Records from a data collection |

■ ■ ■ ■ ■ ■ ■

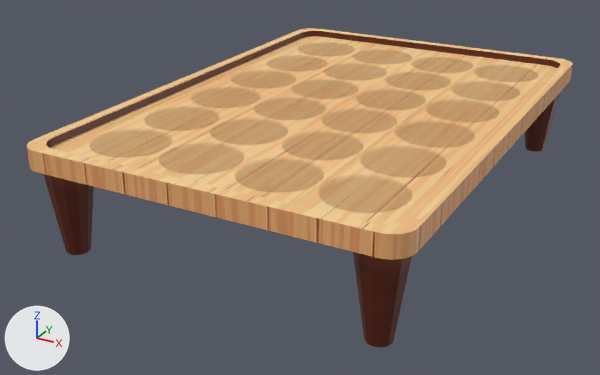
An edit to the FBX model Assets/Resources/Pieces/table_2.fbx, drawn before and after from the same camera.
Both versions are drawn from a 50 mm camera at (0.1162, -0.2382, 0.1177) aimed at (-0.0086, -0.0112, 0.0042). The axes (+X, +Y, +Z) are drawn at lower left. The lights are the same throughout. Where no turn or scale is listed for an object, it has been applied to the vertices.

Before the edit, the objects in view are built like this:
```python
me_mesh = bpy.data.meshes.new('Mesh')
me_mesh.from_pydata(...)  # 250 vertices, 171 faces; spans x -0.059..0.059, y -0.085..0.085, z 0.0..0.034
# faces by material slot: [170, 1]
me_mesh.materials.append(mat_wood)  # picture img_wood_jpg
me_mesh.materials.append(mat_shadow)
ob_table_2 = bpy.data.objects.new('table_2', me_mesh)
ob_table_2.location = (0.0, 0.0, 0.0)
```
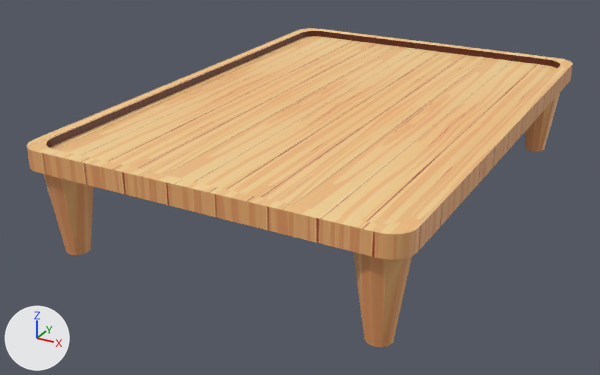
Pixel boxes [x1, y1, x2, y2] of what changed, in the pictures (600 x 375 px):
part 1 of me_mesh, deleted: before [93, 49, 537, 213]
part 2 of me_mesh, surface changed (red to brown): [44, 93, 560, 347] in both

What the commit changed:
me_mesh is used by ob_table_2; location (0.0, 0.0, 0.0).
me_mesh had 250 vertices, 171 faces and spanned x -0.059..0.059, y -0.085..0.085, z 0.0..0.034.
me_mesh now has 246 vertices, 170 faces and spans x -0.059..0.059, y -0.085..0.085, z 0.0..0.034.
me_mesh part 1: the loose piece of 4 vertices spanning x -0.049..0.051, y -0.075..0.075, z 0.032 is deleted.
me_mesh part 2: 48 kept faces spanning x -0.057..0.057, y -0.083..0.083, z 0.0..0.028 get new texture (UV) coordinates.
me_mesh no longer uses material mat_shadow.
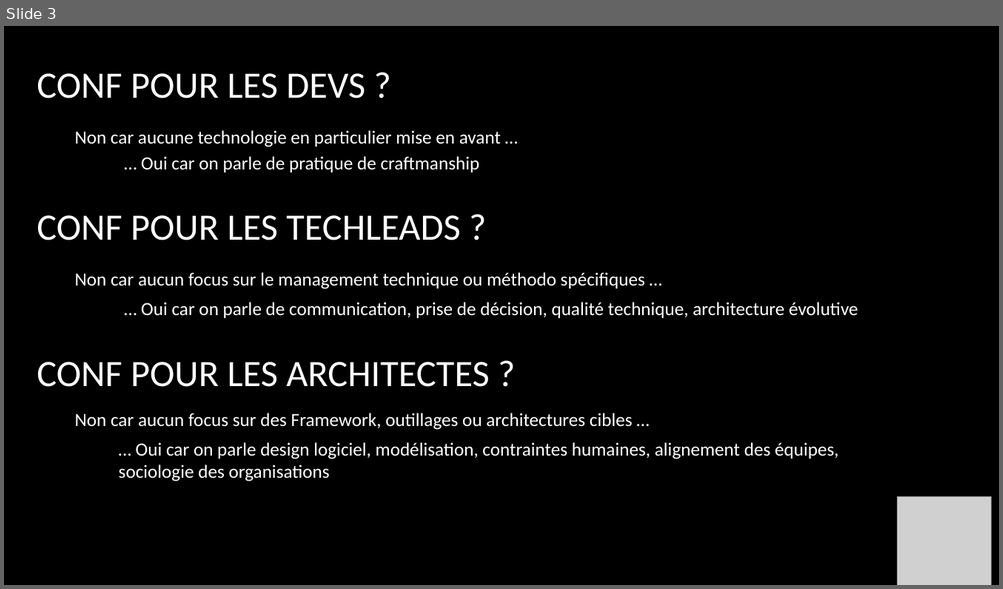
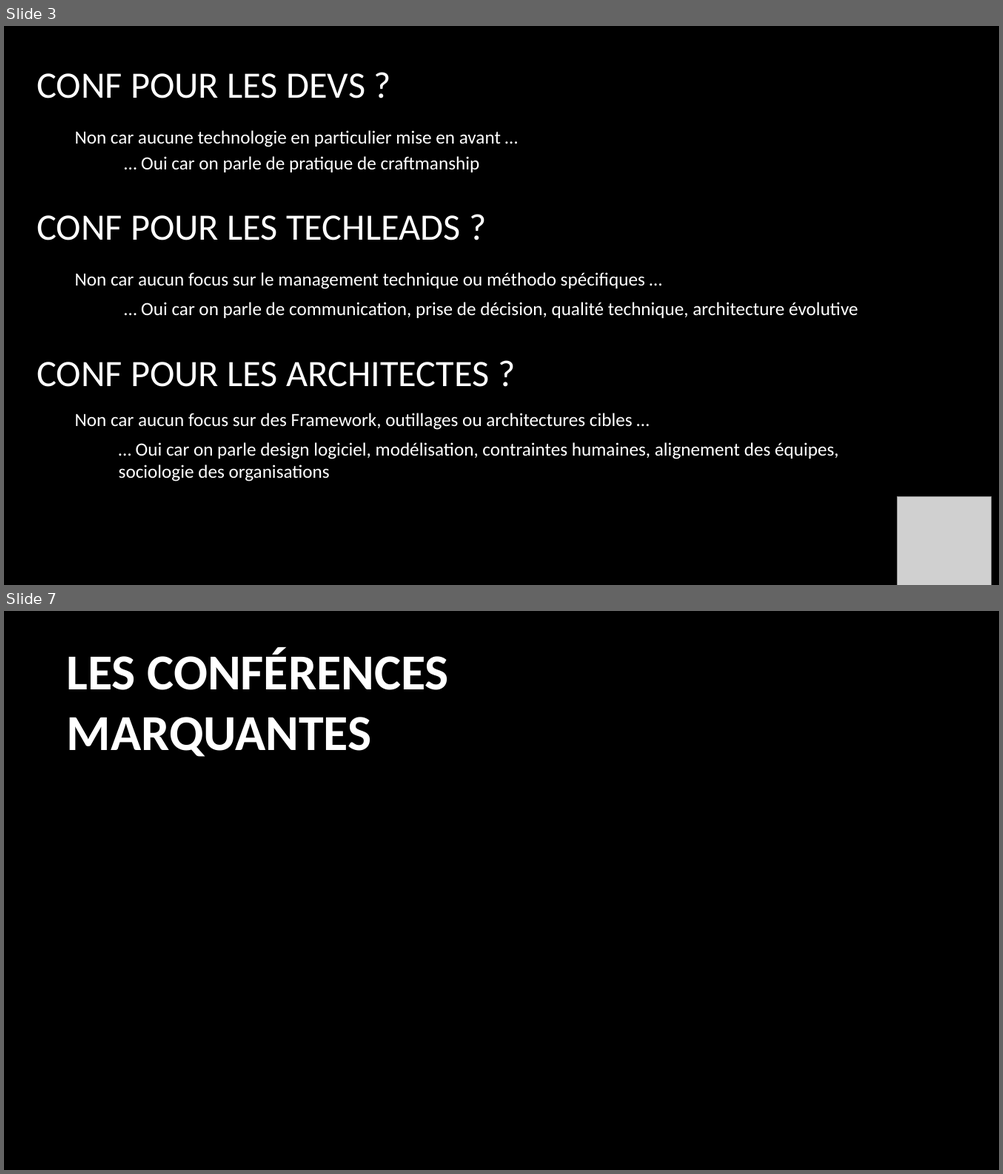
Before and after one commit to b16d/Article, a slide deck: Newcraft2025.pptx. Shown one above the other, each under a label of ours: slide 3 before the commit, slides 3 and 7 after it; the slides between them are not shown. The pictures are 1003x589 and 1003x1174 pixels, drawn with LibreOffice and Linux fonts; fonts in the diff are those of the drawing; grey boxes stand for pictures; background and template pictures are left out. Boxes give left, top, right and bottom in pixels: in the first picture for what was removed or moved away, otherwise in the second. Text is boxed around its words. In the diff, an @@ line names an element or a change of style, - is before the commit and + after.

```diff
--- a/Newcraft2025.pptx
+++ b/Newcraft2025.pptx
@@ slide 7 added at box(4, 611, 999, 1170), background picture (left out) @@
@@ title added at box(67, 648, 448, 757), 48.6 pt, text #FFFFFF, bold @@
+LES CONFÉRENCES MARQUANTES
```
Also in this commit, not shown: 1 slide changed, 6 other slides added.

■ ■ ■ ■ ■ ■ ■

Omitting the images, transcribe every record exactly.

REPLY TO THE TASK |
An edit to the FBX model Assets/Resources/Pieces/table_2.fbx, drawn before and after from the same camera.
Both versions are drawn from a 50 mm camera at (0.1162, -0.2382, 0.1177) aimed at (-0.0086, -0.0112, 0.0042). The axes (+X, +Y, +Z) are drawn at lower left. The lights are the same throughout. Where no turn or scale is listed for an object, it has been applied to the vertices.

Before the edit, the objects in view are built like this:
```python
me_mesh = bpy.data.meshes.new('Mesh')
me_mesh.from_pydata(...)  # 250 vertices, 171 faces; spans x -0.059..0.059, y -0.085..0.085, z 0.0..0.034
# faces by material slot: [170, 1]
me_mesh.materials.append(mat_wood)  # picture img_wood_jpg
me_mesh.materials.append(mat_shadow)
ob_table_2 = bpy.data.objects.new('table_2', me_mesh)
ob_table_2.location = (0.0, 0.0, 0.0)
```
Pixel boxes [x1, y1, x2, y2] of what changed, in the pictures (600 x 375 px):
part 1 of me_mesh, deleted: before [93, 49, 537, 213]
part 2 of me_mesh, surface changed (red to brown): [44, 93, 560, 347] in both

What the commit changed:
me_mesh is used by ob_table_2; location (0.0, 0.0, 0.0).
me_mesh had 250 vertices, 171 faces and spanned x -0.059..0.059, y -0.085..0.085, z 0.0..0.034.
me_mesh now has 246 vertices, 170 faces and spans x -0.059..0.059, y -0.085..0.085, z 0.0..0.034.
me_mesh part 1: the loose piece of 4 vertices spanning x -0.049..0.051, y -0.075..0.075, z 0.032 is deleted.
me_mesh part 2: 48 kept faces spanning x -0.057..0.057, y -0.083..0.083, z 0.0..0.028 get new texture (UV) coordinates.
me_mesh no longer uses material mat_shadow.
Before and after one commit to b16d/Article, a slide deck: Newcraft2025.pptx. Shown one above the other, each under a label of ours: slide 3 before the commit, slides 3 and 7 after it; the slides between them are not shown. The pictures are 1003x589 and 1003x1174 pixels, drawn with LibreOffice and Linux fonts; fonts in the diff are those of the drawing; grey boxes stand for pictures; background and template pictures are left out. Boxes give left, top, right and bottom in pixels: in the first picture for what was removed or moved away, otherwise in the second. Text is boxed around its words. In the diff, an @@ line names an element or a change of style, - is before the commit and + after.

```diff
--- a/Newcraft2025.pptx
+++ b/Newcraft2025.pptx
@@ slide 7 added at box(4, 611, 999, 1170), background picture (left out) @@
@@ title added at box(67, 648, 448, 757), 48.6 pt, text #FFFFFF, bold @@
+LES CONFÉRENCES MARQUANTES
```
Also in this commit, not shown: 1 slide changed, 6 other slides added.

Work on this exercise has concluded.